Предполагая о своей неказистости и затрапезности, братец не идет серединой школьного коридора, как большинство детей, он крадется в класс, прижимаясь спиной к стене, он хочет проскользнуть незаметно. Но сделать этого ему никогда не удавалось. Казик Лобанов вдруг словно из-под земли вырастал перед ним, загораживал дорогу.

— А-а, старичок сопливый, — говорил, белозубо смеясь, Казик Лобанов. — Здравствуй, давно я тебя поджидаю.

— На, копай, — угрюмо говорит Митрий, покорно подставив крупную русую, нечесаную голову. — Копай, сколько хоть.

— Всего три картошки, — смеется Казик. — Три картошки и один пинок.

Брат покорно ждет. Казик сжимает крепкий беленький кулачок, выставляет казанок большого пальца и копает им раз и другой по голове Митрия.

— Довольно, — говорит Казик. — На сегодня хватит.

— Давай еще, — со слезами в голосе предлагает братец. — Мне не жалко.

— Завтра, — обещает Казик. — Сегодня за мной еще пинок. Я его переношу на большую перемену, не забудь, подойди и напомни: коленом, мол, мне под зад от тебя полагается. Смотри, не забудь!

— Не забуду, — заверяет братец, швыркая носом. — Мне не больно, я не боюсь...

2

Учились мы с братом совсем плохо. Вызванные к доске учительницей Елизаветой Петровной, мы чаще всего молчали, не зная, что отвечать. Тетрадки наши — диктанты или классные работы — всегда были красные от учительских исправлений. Елизавета Петровна часто на нас сердилась и приводила нас в качестве отрицательного примера. Единственная положительная оценка за два-три года обучения в Берикульской школе была оценка по дисциплине. На уроках мы сидели смирно, смирнее и быть не может, так как были запуганы жизнью, всегда боялись и потому сидели тихо. А как же могло быть иначе! Провожая нас с братом в школу, мать, если не была на смене в шахте, внушала нам: вы уж, пожалуйста, говорила она, не балуйтесь! А к учительнице — с лаской и уважением. Помните, отец у нас, царство ему небесное, замаранный. Хоть по навету и кляузе его в тюрьму упекли, но все равно за вами, сыновьями, его хвост числится. Беда, ежли раскопают про хвост!.. Вы уж старайтесь изо всех сил, а Казик Лобанов, ежли обидит, не жалуйтесь и не обижайтесь, это он спроста, сила в нем играет, а зла на вас у него нету.

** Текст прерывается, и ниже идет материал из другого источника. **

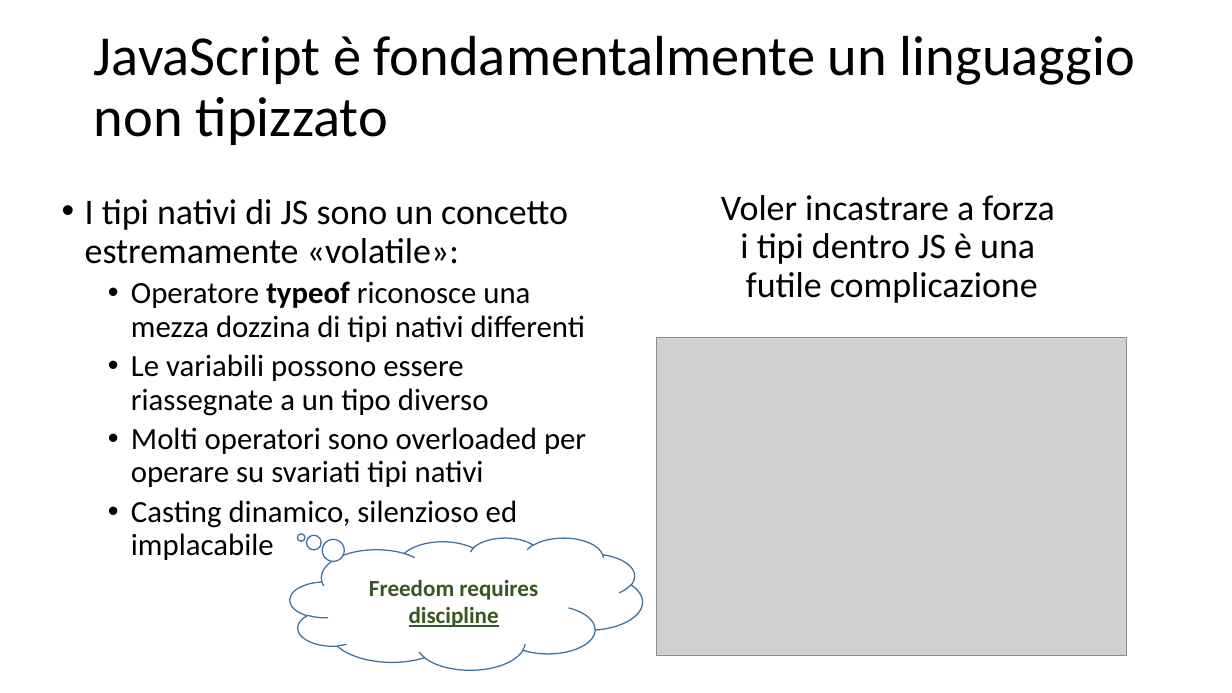
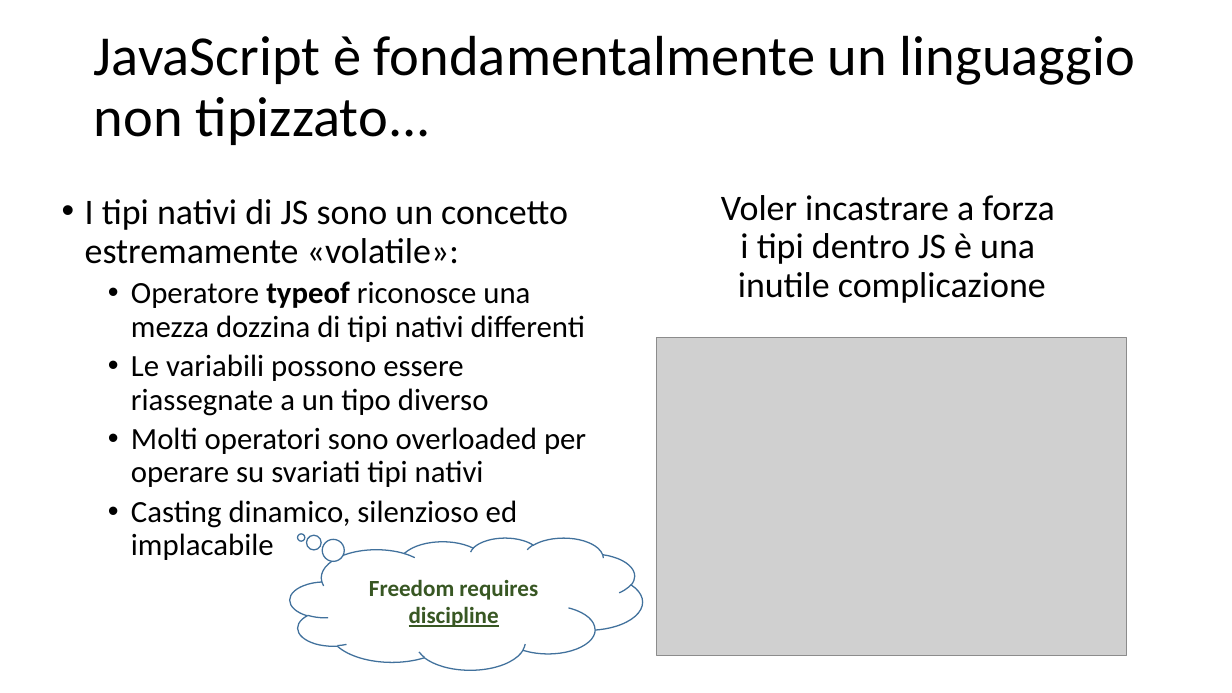
Before and after one commit to Muzietto/funzionale-alla-statale, a slide deck: slide 7 of funzionale-alla-statale.ppt. Drawn at 1232x693 pixels with LibreOffice and Linux fonts; fonts in the diff are those of the drawing; grey boxes stand for pictures. Boxes give left, top, right and bottom in pixels: in the first picture for what was removed or moved away, otherwise in the second. Text is boxed around its words. In the diff, an @@ line names an element or a change of style, - is before the commit and + after.

```diff
--- a/funzionale-alla-statale.ppt
+++ b/funzionale-alla-statale.ppt
@@ title at (x1=94, y1=35, x2=1135, y2=145): text changed @@
-JavaScript è fondamentalmente un linguaggio non tipizzato
+JavaScript è fondamentalmente un linguaggio non tipizzato...
@@ text at (x1=721, y1=195, x2=1054, y2=303): text changed @@
-Voler incastrare a forza
-i tipi dentro JS è una
-futile complicazione
+Voler incastrare a forza
+i tipi dentro JS è una
+inutile complicazione
```
Also in this commit, not shown: 6 other slides changed, 1 slide added, 1 slide removed, 5 other files.

Мы неукоснительно следовали совету матери и держались в школе смирными мальчиками. Только почему-то нашей дисциплинированности никто не замечал. Елизавета Петровна, кажется, в ней совсем не нуждалась. Да и вообще она нас почти не замечала. Все внимание — Казику. Его она часто вызывала к доске, хвалила его и, выставляя оценку в журнал, вслух — для всего класса — произносила:

— Как всегда, Лобанов, отлично!..

После занятий мы вылетали на улицу, мы торопились домой, где нас ждала какая-нибудь работа. Торопился домой и Казик. Возле школьного крыльца его дожидался зеленый возок или легкая пролетка на колесах, в зависимости от времени года. Как сын управляющего, Казик пешком не ходил, он только ездил — и в школу, и обратно домой.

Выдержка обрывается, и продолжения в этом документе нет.